**Exercise goal**
Copy out every line of the data where the word "background" is found.

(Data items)
****************

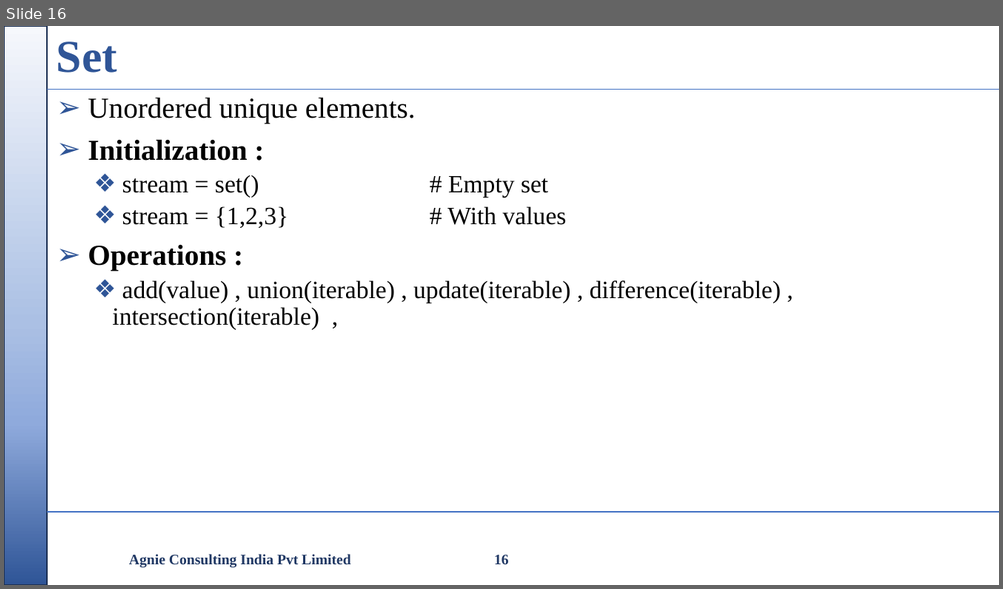
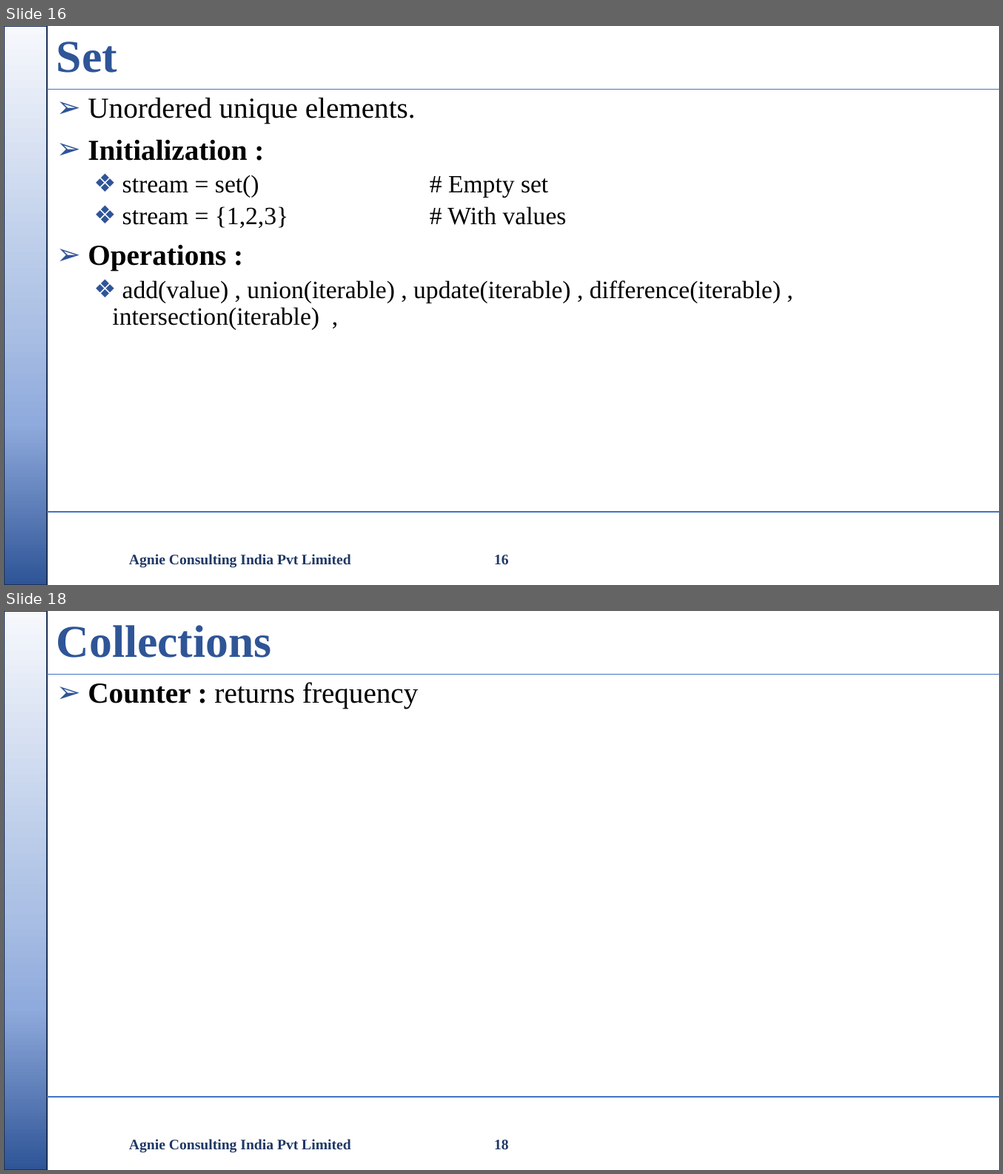
Before and after one commit to nikishdaniel1-del/Python-Cls, a slide deck: python class/Python Class.pptx. Shown one above the other, each under a label of ours: slide 16 before the commit, slides 16 and 18 after it; the slides between them are not shown. The pictures are 1003x589 and 1003x1174 pixels, drawn with LibreOffice and Linux fonts; fonts in the diff are those of the drawing; background and template pictures are left out. Boxes give left, top, right and bottom in pixels: in the first picture for what was removed or moved away, otherwise in the second. Text is boxed around its words. In the diff, an @@ line names an element or a change of style, - is before the commit and + after.

```diff
--- a/python class/Python Class.pptx
+++ b/python class/Python Class.pptx
@@ slide 18 added at [4,611,999,1170], background #FFFFFF; not listed: 3 template elements that a slide beside it also shows @@
@@ title added at [57,625,272,658], 44 pt, text #2F5597, bold @@
+Collections
@@ text added at [88,682,418,709], 28 pt, text #000000 @@
+➢ Counter : returns frequency
@@ text added at [129,1139,350,1153], 14 pt, text #203864, bold @@
+Agnie Consulting India Pvt Limited
@@ page number added at [494,1140,509,1150], 14 pt, text #203864, bold @@
+18
```
Also in this commit, not shown: 1 slide changed, 2 other slides added, 3 other files.
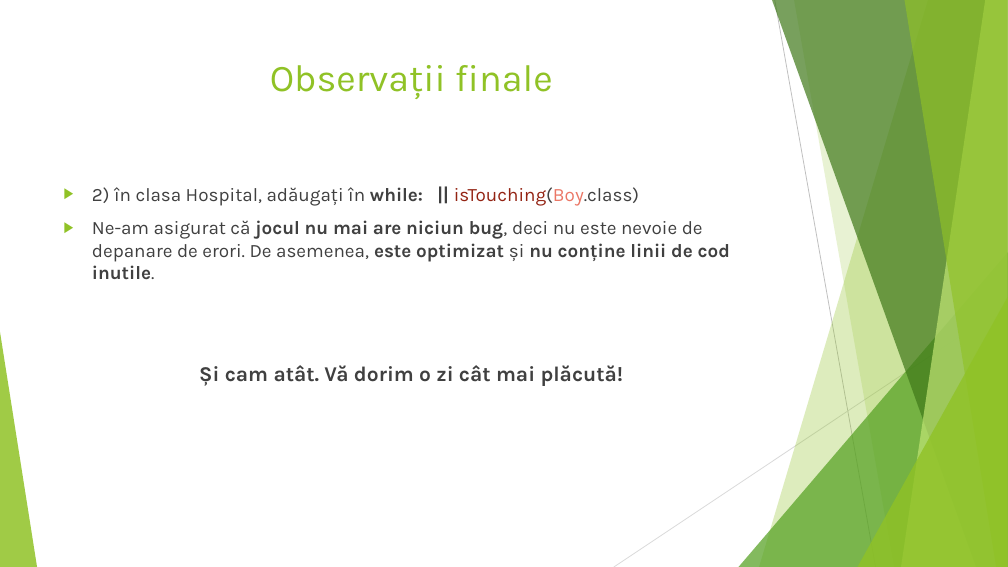
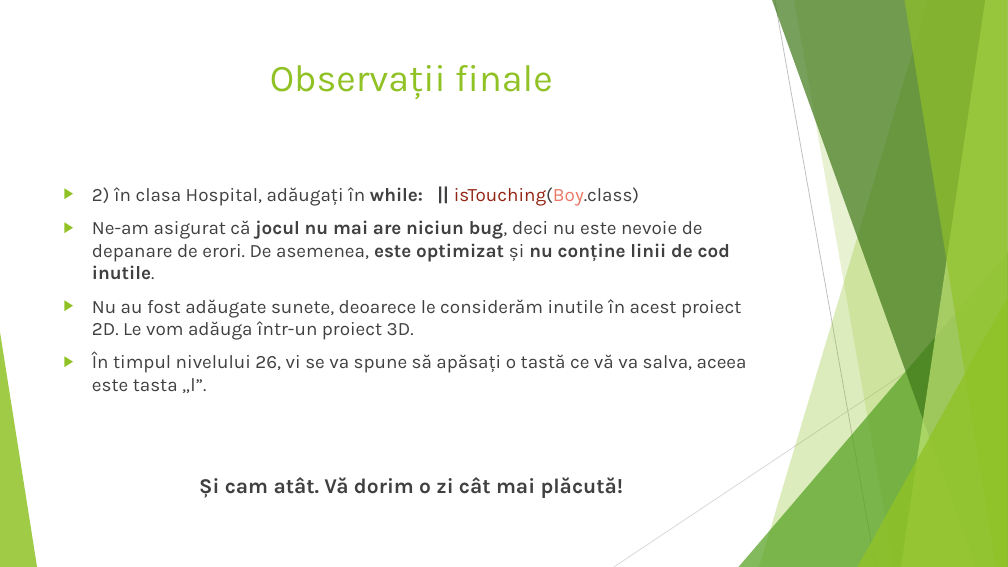
Before and after one commit to minealex2244/Fasty, a slide deck: slide 8 of Fasty.pptx. Drawn at 1008x567 pixels with LibreOffice and Linux fonts; fonts in the diff are those of the drawing. Boxes give left, top, right and bottom in pixels: in the first picture for what was removed or moved away, otherwise in the second. Text is boxed around its words. In the diff, an @@ line names an element or a change of style, - is before the commit and + after.

```diff
--- a/Fasty.pptx
+++ b/Fasty.pptx
@@ text at (92, 299, 747, 393): paragraphs added @@
+▶ Nu au fost adăugate sunete, deoarece le considerăm inutile în acest proiect 2D. Le vom adăuga într-un proiect 3D.
+▶ În timpul nivelului 26, vi se va spune să apăsați o tastă ce vă va salva, aceea este tasta „l”.
```
Also in this commit, not shown: 1 other slide changed.

****************

**Written answer**
Before and after one commit to nikishdaniel1-del/Python-Cls, a slide deck: python class/Python Class.pptx. Shown one above the other, each under a label of ours: slide 16 before the commit, slides 16 and 18 after it; the slides between them are not shown. The pictures are 1003x589 and 1003x1174 pixels, drawn with LibreOffice and Linux fonts; fonts in the diff are those of the drawing; background and template pictures are left out. Boxes give left, top, right and bottom in pixels: in the first picture for what was removed or moved away, otherwise in the second. Text is boxed around its words. In the diff, an @@ line names an element or a change of style, - is before the commit and + after.
@@ slide 18 added at [4,611,999,1170], background #FFFFFF; not listed: 3 template elements that a slide beside it also shows @@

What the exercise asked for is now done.